In Episode 78 of the Joel & Jeff podcast one of the Doctype / Litmus guys states that you would never want to build a spider in ruby. Would anyone like to guess at his reasoning for this?
You wouldn't get the desired performance out of Ruby. See the referenced link: http://blog.dhananjaynene.com/2008/07/performance-comparison-c-java-python-ruby-jython-jruby-groovy/
While performance tests like these should be taken with a grain of salt, there is a considerable difference between Ruby and the top(in speed) languages.
Edit: Shame on me for answering a loaded question. All-in-all choosing a language is a series of trade offs spanning from performance to personal preferences on what you are efficient in. The beauty of programming is that all of these languages are available for you to use, so you can test what works best for the requirements of your project. My recommendation is to experiment and see what works best for you.
What OG said. In simpler terms, Ruby is dog slow and if you're looking to get a lot done per unit time, it's the wrong choice of language.
Just how fast does a crawler need to be, anyhow? It depends upon whether you're crawling the whole web on a tight schedule, or gathering data from a few dozen pages on one web site.
With Ruby and the nokogiri library, I can read this page and parse it in 0.01 seconds. Using xpath to extract data from the parsed page, I can turn all of the data into domain specific objects in 0.16 seconds. All 223 rows.

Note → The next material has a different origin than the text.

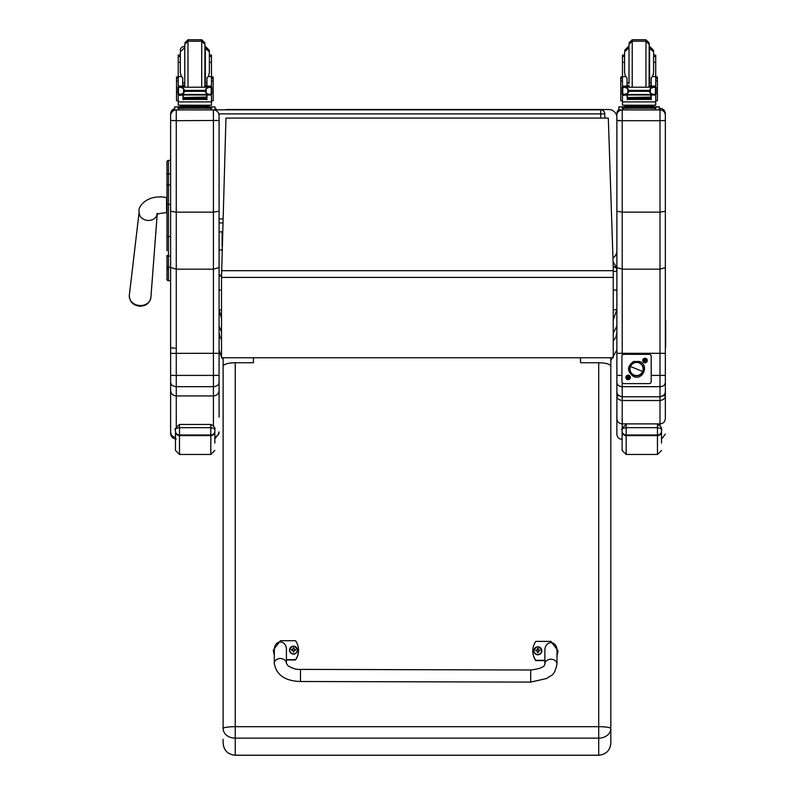 <?xml version="1.0" encoding="UTF-8"?>
<svg xmlns="http://www.w3.org/2000/svg" width="795" height="795" viewBox="0 0 795 795"><rect width="100%" height="100%" fill="white"/><g stroke="black" fill="none" stroke-linecap="round" stroke-linejoin="round"><path stroke-width="1.19" d="M600.752 109.809A4.035 4.035 0 0 1 604.359 112.035A4.035 4.035 0 0 0 600.752 109.809L215.048 109.809L600.752 109.809L600.752 113.894L604.786 113.884A4.035 4.035 180 0 0 600.752 109.839L215.048 109.839M604.359 112.035A4.035 4.035 0 0 1 604.786 113.844A4.035 4.035 0 0 0 604.359 112.035M604.786 118.067L604.786 113.884L604.786 118.067M616.88 332.578L615.906 337.219L613.243 341.045M616.88 326.139L613.243 333.214M613.243 290.046L616.88 290.046L616.88 309.752L613.243 319.868M613.074 261.853L616.185 266.623L616.88 271.413L613.243 271.413M616.185 267.378L613.243 267.378M616.185 266.623L613.233 266.623M221.507 318.268L219.082 309.752L219.082 290.046L221.507 290.046M221.507 339.694L220.056 337.219L219.082 332.658L219.082 326.139L221.507 332.081M225.064 109.809A8.079 8.079 180 0 1 227.161 109.531L608.801 109.531A8.079 8.079 180 0 1 616.88 117.61L616.88 251.011A8.079 8.079 180 0 1 612.945 257.938A8.079 8.079 0 0 0 616.88 251.011M616.88 250.872A8.079 8.079 180 0 1 612.945 257.809M166.99 236.751L166.99 250.703M166.99 261.625L166.99 279.274A1.451 1.451 -0 0 0 168.441 280.734L170.617 280.734L168.441 280.734L168.441 236.592L170.617 236.592M166.99 270.23L168.6 268.63M170.617 256.119L168.441 256.119A1.451 0.765 -0 0 1 166.99 255.354L166.99 266.404A1.451 0.765 0 0 0 168.441 267.18L170.617 267.18M166.99 204.395L166.99 236.592L168.441 236.592L168.441 160.421A1.451 1.451 -0 0 0 166.99 161.872L166.99 204.395L170.617 204.395M168.441 160.421L170.617 160.421L168.441 160.421L166.99 161.872L166.99 174.691A1.451 0.775 0 0 1 168.441 173.906L170.617 173.906M170.617 184.877L168.441 184.877A1.451 0.775 -0 0 0 166.99 185.652L166.99 174.691M167.03 279.631L166.99 279.284A1.451 1.451 -0 0 0 168.441 280.734L166.99 279.284A1.451 1.451 -0 0 0 168.441 280.734L168.063 280.685M170.617 211.241L176.271 212.146L176.271 120.691L170.617 120.452L170.617 285.037M215.048 108.597A5.654 5.654 0 0 1 217.204 109.809L215.048 108.597M219.082 417.037L219.082 267.498L213.428 269.177L176.271 269.177L176.271 212.146L213.428 212.146L219.082 211.241L219.082 120.452L176.271 120.691L176.271 109.919L213.428 109.919A5.654 5.654 0 0 1 219.082 115.563L219.082 114.013M219.082 120.452L219.082 115.563A5.654 5.654 0 0 0 213.428 109.919L213.428 353.308L170.617 353.358L170.617 382.345C170.945 384.969 172.833 386.41 176.271 386.678L176.271 375.409L170.617 375.389M176.271 109.919L176.271 109.899A5.654 5.654 180 0 0 170.617 115.563L170.617 120.452M174.661 108.597L170.617 114.013A5.654 5.654 180 0 1 174.661 108.597A5.654 5.654 180 0 0 170.617 114.013L170.617 115.563M170.617 160.421L170.617 118.505M219.082 353.358L213.428 353.308L213.428 375.409L176.271 375.409L176.271 269.177L170.617 267.498L170.617 353.358M219.082 267.498L219.082 211.241M221.507 357.203L219.082 349.939L219.082 407.467M170.617 382.345L170.617 390.425C170.955 393.773 172.843 395.602 176.271 395.93L213.428 395.93L213.428 425.593M170.617 390.425L170.617 431.864C170.855 434.915 172.475 436.783 175.466 437.449M170.617 407.467L170.617 347.783L174.98 348.18M170.617 431.864L170.617 433.354L170.617 431.864M214.839 437.329L217.9 435.322L219.082 431.864M219.082 390.425C218.744 393.773 216.856 395.602 213.428 395.93L213.428 386.678L176.271 386.678L176.271 426.378M219.082 382.345C218.754 384.969 216.866 386.41 213.428 386.678L213.428 375.409L219.082 375.389M665.345 386.002L665.345 382.594C665.027 385.068 663.259 386.43 660.009 386.678L622.207 386.678L622.207 382.624M616.88 118.515L616.88 211.251L622.207 212.146L660.009 212.146L665.345 211.251L665.345 113.695L665.345 285.047M616.88 211.251L616.88 267.597L616.88 211.251M665.345 382.594L665.345 267.597L660.009 269.177L622.207 269.177L616.88 267.597L616.88 386.141M616.88 113.695L616.88 113.695A5.327 5.327 180 0 1 618.898 109.511A5.327 5.327 180 0 0 616.88 113.695L618.898 109.511M616.88 311.103L616.88 342.486M616.88 337.199L616.88 311.054M616.88 386.002L616.88 341.035M665.345 353.358L660.009 353.308L660.009 396.804C664.024 395.592 665.803 393.793 665.345 391.398L665.345 391.329C665.385 394.26 663.606 396.079 660.009 396.775L622.207 396.775C618.609 396.079 616.841 394.26 616.88 391.329L616.88 395.672C616.821 398.285 618.599 399.895 622.207 400.531L622.207 396.804C618.53 395.99 616.751 394.161 616.88 391.329L616.88 386.867M665.345 120.472L660.009 120.691L660.009 353.308L622.207 353.308L622.207 109.919A5.327 5.327 180 0 0 616.88 115.245M616.88 382.594C617.188 385.068 618.967 386.43 622.207 386.678L622.207 396.775M622.207 355.315L622.207 353.308L616.88 353.358M665.345 267.597L665.345 211.251M665.345 337.199L665.345 385.158M660.009 108.359L659.284 108.359L660.009 108.359A5.327 5.327 0 0 1 665.345 113.695C665.027 110.455 663.249 108.677 660.009 108.359L660.009 109.919A5.327 5.327 0 0 1 665.345 115.245A5.327 5.327 0 0 0 660.009 109.919L660.009 120.691L616.88 120.681M619.076 395.761L616.88 395.672L616.88 418.637C617.198 421.817 618.977 423.576 622.207 423.894L622.207 400.531L660.009 400.531C663.626 399.895 665.405 398.275 665.345 395.672L663.139 395.761M665.345 404.913L665.345 418.637C665.018 421.817 663.239 423.576 660.009 423.894L622.207 423.894L622.207 428.465M665.345 418.637L665.345 341.91M616.88 323.764L616.88 338.193M621.929 375.409L616.88 375.389L616.88 385.207M616.88 404.913L616.88 385.058M616.88 418.637L616.88 434.1C617.198 437.329 618.977 439.108 622.207 439.426M221.507 277.405L225.959 118.077L608.314 118.067L613.243 266.822L613.243 357.77L221.507 357.77L221.507 277.405L613.243 277.405M225.959 118.077L608.314 118.077M214.839 443.053L214.839 429.578C215.634 429.022 214.292 428.376 210.804 427.66L210.804 435.61A4.035 3.955 0 0 0 214.839 431.665M175.466 431.188L175.466 450.427L179.501 454.472L179.501 434.984A4.035 3.796 180 0 1 175.466 431.188L175.466 429.588C174.671 429.022 176.013 428.376 179.501 427.66L210.804 427.66L210.804 424.441C217.154 427.382 214.094 430.94 214.839 429.578M658.985 423.894L660.009 424.451M661.51 443.053L661.51 429.578C662.305 429.022 660.953 428.376 657.465 427.66L657.465 435.61A4.035 3.955 0 0 0 661.51 431.665M622.127 431.188L622.127 450.427L626.172 454.472L626.172 434.984A4.035 3.796 180 0 1 622.127 431.188L622.127 429.588C621.332 429.022 622.684 428.376 626.172 427.66L657.465 427.66L657.465 424.441C663.815 427.382 660.764 430.94 661.51 429.578M253.406 362.739L253.406 357.77L253.406 362.739L235.24 362.739C227.897 362.947 223.852 364.1 223.117 366.187L223.117 728.488A12.114 1.789 0 0 1 235.24 726.7L235.24 738.138L598.705 738.138L598.705 726.7A12.114 1.789 0 0 1 610.818 728.488L610.818 366.187C610.093 364.1 606.048 362.947 598.705 362.739L580.529 362.739L580.529 357.77L580.529 362.739M223.117 739.31L223.117 743.136C223.832 750.48 227.877 754.505 235.24 755.21L598.705 755.21L598.705 738.138A12.114 9.649 0 0 0 610.818 728.488L610.818 743.434C610.033 750.559 605.999 754.505 598.705 755.25L598.705 755.21C606.068 754.505 610.103 750.48 610.818 743.136L610.818 739.31M223.117 728.488A12.114 9.649 0 0 0 235.24 738.138L235.24 755.25L598.705 755.25M223.117 743.136L223.127 743.434C223.902 750.559 227.946 754.505 235.24 755.25M223.117 375.936L223.117 357.77M610.818 357.77L610.818 375.936M665.345 324.032A1.938 1.938 -0 0 0 665.663 322.959A1.938 1.938 180 0 1 665.345 324.032M665.345 322.293A1.938 1.938 -0 0 0 665.663 321.23L665.663 321.806A1.938 1.938 180 0 1 665.345 322.869A1.938 1.938 -0 0 0 665.663 321.806L665.663 322.382A1.938 1.938 180 0 1 665.345 323.456A1.938 1.938 -0 0 0 665.663 322.382L665.663 323.535A1.938 1.938 180 0 1 665.345 324.608A1.938 1.938 -0 0 0 665.663 323.535L665.663 324.122A1.938 1.938 180 0 1 665.345 325.185A1.938 1.938 -0 0 0 665.663 324.122L665.663 324.698A1.938 1.938 180 0 1 665.345 325.761A1.938 1.938 -0 0 0 665.663 324.698L665.663 325.274A1.938 1.938 180 0 1 665.345 326.338A1.938 1.938 -0 0 0 665.663 325.274L665.663 325.851A1.938 1.938 180 0 1 665.345 326.924A1.938 1.938 -0 0 0 665.663 325.851L665.663 326.427A1.938 1.938 180 0 1 665.345 327.5A1.938 1.938 -0 0 0 665.663 326.427L665.663 327.003A1.938 1.938 180 0 1 665.345 328.077A1.938 1.938 -0 0 0 665.663 327.003L665.663 327.59A1.938 1.938 180 0 1 665.345 328.653A1.938 1.938 -0 0 0 665.663 327.59L665.663 328.166A1.938 1.938 180 0 1 665.345 329.229A1.938 1.938 -0 0 0 665.663 328.166L665.663 328.742A1.938 1.938 180 0 1 665.345 329.806A1.938 1.938 -0 0 0 665.663 328.742L665.663 329.319A1.938 1.938 180 0 1 665.345 330.392A1.938 1.938 -0 0 0 665.663 329.319L665.663 329.895A1.938 1.938 180 0 1 665.345 330.968A1.938 1.938 -0 0 0 665.663 329.895L665.663 330.472A1.938 1.938 180 0 1 665.345 331.545A1.938 1.938 -0 0 0 665.663 330.472L665.663 331.048A1.938 1.938 180 0 1 665.345 332.121A1.938 1.938 -0 0 0 665.663 331.048L665.663 331.634A1.938 1.938 180 0 1 665.345 332.698A1.938 1.938 -0 0 0 665.663 331.634L665.663 332.211A1.938 1.938 180 0 1 665.345 333.274A1.938 1.938 -0 0 0 665.663 332.211L665.663 332.787A1.938 1.938 180 0 1 665.345 333.85A1.938 1.938 -0 0 0 665.663 332.787L665.663 333.363A1.938 1.938 180 0 1 665.345 334.437A1.938 1.938 -0 0 0 665.663 333.363L665.663 333.94A1.938 1.938 180 0 1 665.345 335.013A1.938 1.938 -0 0 0 665.663 333.94L665.663 334.516A1.938 1.938 180 0 1 665.345 335.589A1.938 1.938 -0 0 0 665.663 334.516L665.663 335.102A1.938 1.938 180 0 1 665.345 336.166A1.938 1.938 -0 0 0 665.663 335.102L665.663 335.679A1.938 1.938 180 0 1 665.345 336.742A1.938 1.938 -0 0 0 665.663 335.679L665.663 336.255A1.938 1.938 180 0 1 665.345 337.319A1.938 1.938 -0 0 0 665.663 336.255L665.663 336.832A1.938 1.938 180 0 1 665.345 337.905A1.938 1.938 -0 0 0 665.663 336.832L665.663 337.408A1.938 1.938 180 0 1 665.345 338.481A1.938 1.938 -0 0 0 665.663 337.408L665.663 337.984A1.938 1.938 180 0 1 665.345 339.058A1.938 1.938 -0 0 0 665.663 337.984L665.663 338.561A1.938 1.938 180 0 1 665.345 339.634A1.938 1.938 -0 0 0 665.663 338.561L665.663 339.147A1.938 1.938 180 0 1 665.345 340.21A1.938 1.938 -0 0 0 665.663 339.147L665.663 339.723A1.938 1.938 180 0 1 665.345 340.787A1.938 1.938 -0 0 0 665.663 339.723L665.663 340.3A1.938 1.938 180 0 1 665.345 341.363A1.938 1.938 -0 0 0 665.663 340.3L665.663 340.876A1.938 1.938 180 0 1 665.345 341.949A1.938 1.938 -0 0 0 665.663 340.876L665.663 341.453A1.938 1.938 180 0 1 665.345 342.526A1.938 1.938 -0 0 0 665.663 341.453L665.663 342.029A1.938 1.938 180 0 1 665.345 343.102A1.938 1.938 -0 0 0 665.663 342.029L665.663 342.615A1.938 1.938 180 0 1 665.345 343.678A1.938 1.938 -0 0 0 665.663 342.615L665.663 343.192A1.938 1.938 180 0 1 665.345 344.255A1.938 1.938 -0 0 0 665.663 343.192L665.663 343.768A1.938 1.938 180 0 1 665.345 344.831A1.938 1.938 -0 0 0 665.663 343.768L665.663 344.344A1.938 1.938 180 0 1 665.345 345.418A1.938 1.938 -0 0 0 665.663 344.344L665.663 344.921A1.938 1.938 180 0 1 665.345 345.994A1.938 1.938 -0 0 0 665.663 344.921L665.663 345.497A1.938 1.938 180 0 1 665.345 346.57A1.938 1.938 -0 0 0 665.663 345.497L665.663 346.073A1.938 1.938 180 0 1 665.345 347.147A1.938 1.938 -0 0 0 665.663 346.073L665.663 346.66A1.938 1.938 180 0 1 665.345 347.723M665.663 321.23A1.938 1.938 -0 0 0 665.345 320.156M222.024 249.401A1.51 0.984 180 0 1 220.334 250.028A1.51 0.984 180 0 1 219.082 249.064L219.082 274.543L221.507 275.756A1.51 1.51 180 0 1 219.082 274.543M222.113 231.405L222.113 246.361L222.113 231.405A1.51 0.527 180 0 1 220.593 231.931A1.51 0.527 180 0 1 219.082 231.405M639.051 362.927L639.051 362.918A6.559 6.559 0 0 1 643.125 368.999A6.559 6.559 0 0 1 634.082 375.061A6.559 6.559 0 0 1 630.008 368.999A6.559 6.559 0 0 1 639.051 362.927L639.051 362.927A6.559 6.559 180 0 0 630.008 368.989L630.008 368.989A6.559 6.559 0 0 1 636.566 362.431A6.559 6.559 0 0 1 643.125 368.989L643.125 368.989A6.559 6.559 180 0 0 639.051 362.927L639.051 362.927M633.983 375.3L633.506 376.462L633.983 375.3A6.817 6.817 0 0 1 630.256 366.406A6.817 6.817 0 0 1 639.15 362.689A6.817 6.817 0 0 1 642.877 371.573A6.817 6.817 0 0 1 633.983 375.3M639.15 362.669L639.15 362.689A6.817 6.817 180 0 0 629.809 369.904A6.817 6.817 180 0 0 640.74 374.385A6.817 6.817 180 0 0 639.15 362.689L639.627 361.516C649.565 365.183 642.757 380.924 633.506 376.462C626.917 371.444 626.937 366.455 633.565 361.486L639.627 361.516M642.638 371.484L630.495 366.505A6.559 6.559 180 0 0 634.082 375.061A6.559 6.559 180 0 0 642.638 371.484A6.559 6.559 180 0 0 639.051 362.927A6.559 6.559 180 0 0 630.495 366.505L642.638 371.484M647.289 360.513A2.276 2.276 0 0 1 643.88 362.48A2.276 2.276 0 0 1 643.88 358.545A2.276 2.276 0 0 1 647.289 360.513M630.385 377.416A2.276 2.276 0 0 1 626.977 379.384A2.276 2.276 0 0 1 626.977 375.449A2.276 2.276 0 0 1 630.385 377.416M651.204 356.349A2.017 2.017 180 0 0 649.187 354.322A2.017 2.017 0 0 1 651.204 356.349L651.204 381.59A2.017 2.017 0 0 1 649.187 383.607L623.946 383.607A2.017 2.017 0 0 1 621.929 381.59L621.929 356.349A2.017 2.017 0 0 1 623.946 354.332A2.017 2.017 180 0 0 621.929 356.349L621.929 356.349M649.187 354.322L623.946 354.322L649.187 354.332M627.434 377.496L627.454 377.496A0.686 0.686 0 0 1 627.434 377.337L626.718 377.188L628.04 376.76M628.199 378.092L628.189 378.072A0.686 0.686 0 0 1 628.04 378.102L627.881 378.817L627.464 377.615M628.795 377.337L628.775 377.337A0.686 0.686 0 0 1 628.795 377.496L629.511 377.655L628.308 378.072M628.04 376.741L627.871 376.025L627.921 376.77M628.766 377.228L628.348 376.025L628.189 376.741M626.142 377.416L626.142 377.416A1.968 1.968 0 0 1 628.11 375.449A1.968 1.968 0 0 1 630.087 377.416L630.087 377.416A1.968 1.968 0 0 1 628.12 379.394A1.968 1.968 0 0 1 626.142 377.416L626.142 377.416A1.968 1.968 0 0 1 628.11 375.449A1.968 1.968 0 0 1 630.087 377.416L630.087 377.416M643.712 360.751L644.367 360.592L643.712 360.751A1.332 1.332 0 0 1 643.712 360.294L644.944 359.857L644.775 359.121L644.825 359.867M644.367 360.324L643.712 360.294M645.252 361.824L645.093 361.168L645.252 361.824A1.332 1.332 0 0 1 644.795 361.824L644.367 360.711M644.825 361.168L644.795 361.824M646.335 360.284L645.679 360.433L646.335 360.284A1.332 1.332 0 0 1 646.335 360.741L645.212 361.168M645.669 360.711L646.335 360.741M645.212 359.867L645.252 359.121L645.669 360.324M643.046 360.513L643.046 360.513A1.968 1.968 0 0 1 645.013 358.545A1.968 1.968 0 0 1 646.991 360.513L646.991 360.513A1.968 1.968 0 0 1 645.023 362.49A1.968 1.968 0 0 1 643.046 360.513L643.046 360.513A1.968 1.968 0 0 1 645.013 358.545A1.968 1.968 0 0 1 646.991 360.513L646.991 360.513M182.751 85.463L183.158 87.221M206.541 87.221L206.948 85.463M182.751 94.476L182.751 95.012L178.229 95.41L178.229 94.168L178.229 100.746L176.53 100.746L176.53 76.966L178.229 76.966M211.47 103.847L211.47 95.41L210.407 94.207M206.948 94.476L206.948 99.773L206.561 94.476M183.138 94.476L183.138 99.773L182.751 95.012M178.229 95.41L178.229 101.899L211.47 101.899M183.218 97.845L206.481 97.845L206.481 97.089L183.218 97.517M183.218 98.669L206.481 98.669L206.481 97.954L183.218 98.341M183.218 99.415L206.481 99.415L206.481 98.739L183.218 99.087M211.47 76.578L208.31 76.578L209.373 72.752L209.373 51.884L209.373 62.348L211.47 62.348L211.47 87.5L211.47 86.218L210.208 87.39M211.47 86.218L206.948 86.218L206.948 87.221M211.47 95.41L211.47 100.746L213.169 100.746L211.47 100.746M210.556 94.128L209.314 94.476L206.143 93.104L204.713 91.306L184.996 91.306L183.556 93.104L183.556 88.613L180.376 87.221L177.891 87.818L179.203 87.529M179.143 94.128L183.218 94.476L183.218 95.002L183.218 94.476L206.481 94.476L206.481 95.002L206.481 94.476L209.314 94.476M183.556 93.104L180.395 94.476M204.713 91.306L206.143 88.613L209.323 87.221L211.808 87.818L211.192 87.788L211.192 93.899L211.808 93.85L211.808 87.5L210.506 87.529M183.556 88.613L184.996 91.306M184.758 46.368L184.37 47.839L180.326 51.884L180.326 72.752L181.389 76.578L182.751 77.791L182.751 86.218L178.229 86.218L178.229 87.5L178.229 56.544L180.326 56.544M211.47 76.966L213.169 76.966L213.169 100.746M206.948 86.218L206.948 77.791L208.31 76.578M206.948 94.724L206.561 95.311M183.138 95.311L182.751 94.724M177.891 93.85L178.507 93.899L178.507 87.788L177.891 87.818L177.891 93.85M207.048 106.421L207.048 107.633L194.855 107.653L182.651 107.633L182.651 106.421M194.855 107.653L194.855 106.441L180.763 106.401L180.763 105.218M208.936 105.218L208.936 106.401L194.855 106.441M180.326 62.348L178.229 62.348M211.47 62.348L211.47 55.084L209.373 55.084L209.373 56.544L209.373 50.413L209.373 55.084M178.229 86.218L179.491 87.39M182.751 86.218L182.751 87.221M178.438 95.012L179.292 94.207M211.47 101.83L211.47 105.188L206.601 105.228L178.229 105.188L178.229 101.899M205.021 108.11L184.679 108.11M206.213 108.13L211.758 108.12L206.213 108.13M177.941 108.13L183.496 108.12L177.941 108.13M206.213 108.269L211.758 108.259L206.213 108.269M177.941 108.269L183.496 108.259L177.941 108.269M215.048 108.269L215.048 109.889L174.661 109.889L174.661 108.537M201.721 87.221L201.721 41.221L187.988 41.221L184.758 44.45L184.758 86.446L184.758 47.273M204.951 47.273L204.951 84.986M187.988 87.221L187.988 39.75L201.721 39.75L201.721 41.221L204.951 44.45L204.852 87.221M211.47 59.138L211.47 70.298M178.229 70.298L178.229 59.138M206.948 84.121L205.17 87.221M184.529 87.221L182.751 84.121M180.326 55.084L178.229 55.084L178.229 56.544M215.048 108.537L215.048 106.927L207.048 106.927M207.048 106.778L215.048 106.927M182.651 106.927L174.661 106.927L182.651 106.778M174.661 106.927L174.661 108.12M626.997 85.463L627.404 87.221M650.777 87.221L651.194 85.463M626.997 94.476L626.997 95.012L622.465 95.41L622.465 94.168L622.465 100.746L620.776 100.746L620.776 76.966L622.465 76.966M655.716 103.847L655.716 95.41L654.653 94.207M651.194 94.476L651.194 99.773L650.807 94.476M627.384 94.476L627.384 99.773L626.997 95.012M622.465 95.41L622.465 101.899L655.716 101.899M627.464 97.845L650.727 97.845L650.727 97.089L627.464 97.517M627.464 98.669L650.727 98.669L650.727 97.954L627.464 98.341M627.464 99.415L650.727 99.415L650.727 98.739L627.464 99.087M653.609 62.348L655.716 62.348L655.716 87.5L655.716 86.218L654.454 87.39M655.706 86.218L651.194 86.218L651.194 87.221M655.716 95.41L655.716 100.746L657.405 100.746L655.716 100.746M654.802 94.128L653.55 94.476L650.389 93.104L648.949 91.306L629.233 91.306L627.792 93.104L627.792 88.613L624.612 87.221L622.127 87.818L623.439 87.529M623.379 94.128L627.464 94.476L627.464 95.002L627.464 94.476L650.727 94.476L650.727 95.002L650.727 94.476L653.55 94.476M627.792 93.104L624.631 94.476M648.949 91.306L650.389 88.613L653.569 87.221L656.054 87.818L655.428 87.788L655.428 93.899L656.054 93.85L656.054 87.5L654.742 87.529M627.792 88.613L629.233 91.306M625.635 76.578L626.997 77.791L626.997 86.218L622.465 86.218L622.465 87.5L622.465 56.544L624.572 56.544L624.572 51.884L624.572 72.752L625.635 76.578L622.465 76.578M655.716 76.966L657.405 76.966L657.405 100.746M651.194 86.218L651.194 77.791L652.546 76.578L653.609 72.752L653.609 50.413L653.609 55.084L655.716 55.084L655.716 62.348M651.194 94.724L650.807 95.311M627.384 95.311L626.997 94.724M622.127 93.85L622.753 93.899L622.753 87.788L622.127 87.818L622.127 93.85M651.284 106.421L651.284 107.633L639.091 107.653L626.897 107.633L626.897 106.421M639.091 107.653L639.091 106.441L625.009 106.401L625.009 105.218M653.182 105.218L653.182 106.401L639.091 106.441M624.572 62.348L622.465 62.348M622.475 86.218L623.737 87.39M626.997 86.218L626.997 87.221M622.684 95.012L623.538 94.207M655.716 101.83L655.716 105.188L650.847 105.228L622.465 105.188L622.465 101.899M649.257 108.11L628.924 108.11M650.449 108.13L656.004 108.12L650.449 108.13M622.177 108.13L627.732 108.12L622.177 108.13M650.449 108.269L656.004 108.259L650.449 108.269M622.177 108.269L627.732 108.259L622.177 108.269M659.284 108.269L659.284 109.889L655.249 109.899L618.898 109.889L618.898 108.269M645.957 87.221L645.957 41.221L632.224 41.221L628.994 44.45L628.994 83.624M649.098 87.221L649.187 44.45L645.957 41.221L645.957 39.75L649.187 42.98L649.187 83.624M655.716 59.138L655.716 70.298M622.465 70.298L622.465 59.138M651.194 84.121L649.406 87.221M628.775 87.221L626.997 84.121M624.572 55.084L622.465 55.084L622.465 56.544M651.284 106.778L659.284 106.778L659.284 108.537M659.284 106.927L651.284 106.927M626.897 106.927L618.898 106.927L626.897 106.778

I am running into fewer and fewer problems where the traditional constraints (cpu/memory/disk) matter. This is an age of plenty. Where resources are not a constraint, don't ask "what's better for the machine." Ask "what's better for the human?"
In my opinion it's just a matter of scale. If you're writing a simple scraper for your own personal use or just something that will run on a single machine a couple of times a day, then you should choose something that involves less code/effort/maintenance pains. Whether that's ruby is a different question (I'd pick Groovy over Ruby for this task => better threading + very convenient XML parsing). If, on the other hand, you're scraping terabytes of data per day, then throughput of your application is probably more important than shorter development time.
BTW, anyone that says that you would never want to use some technology in some context or another is most probably wrong.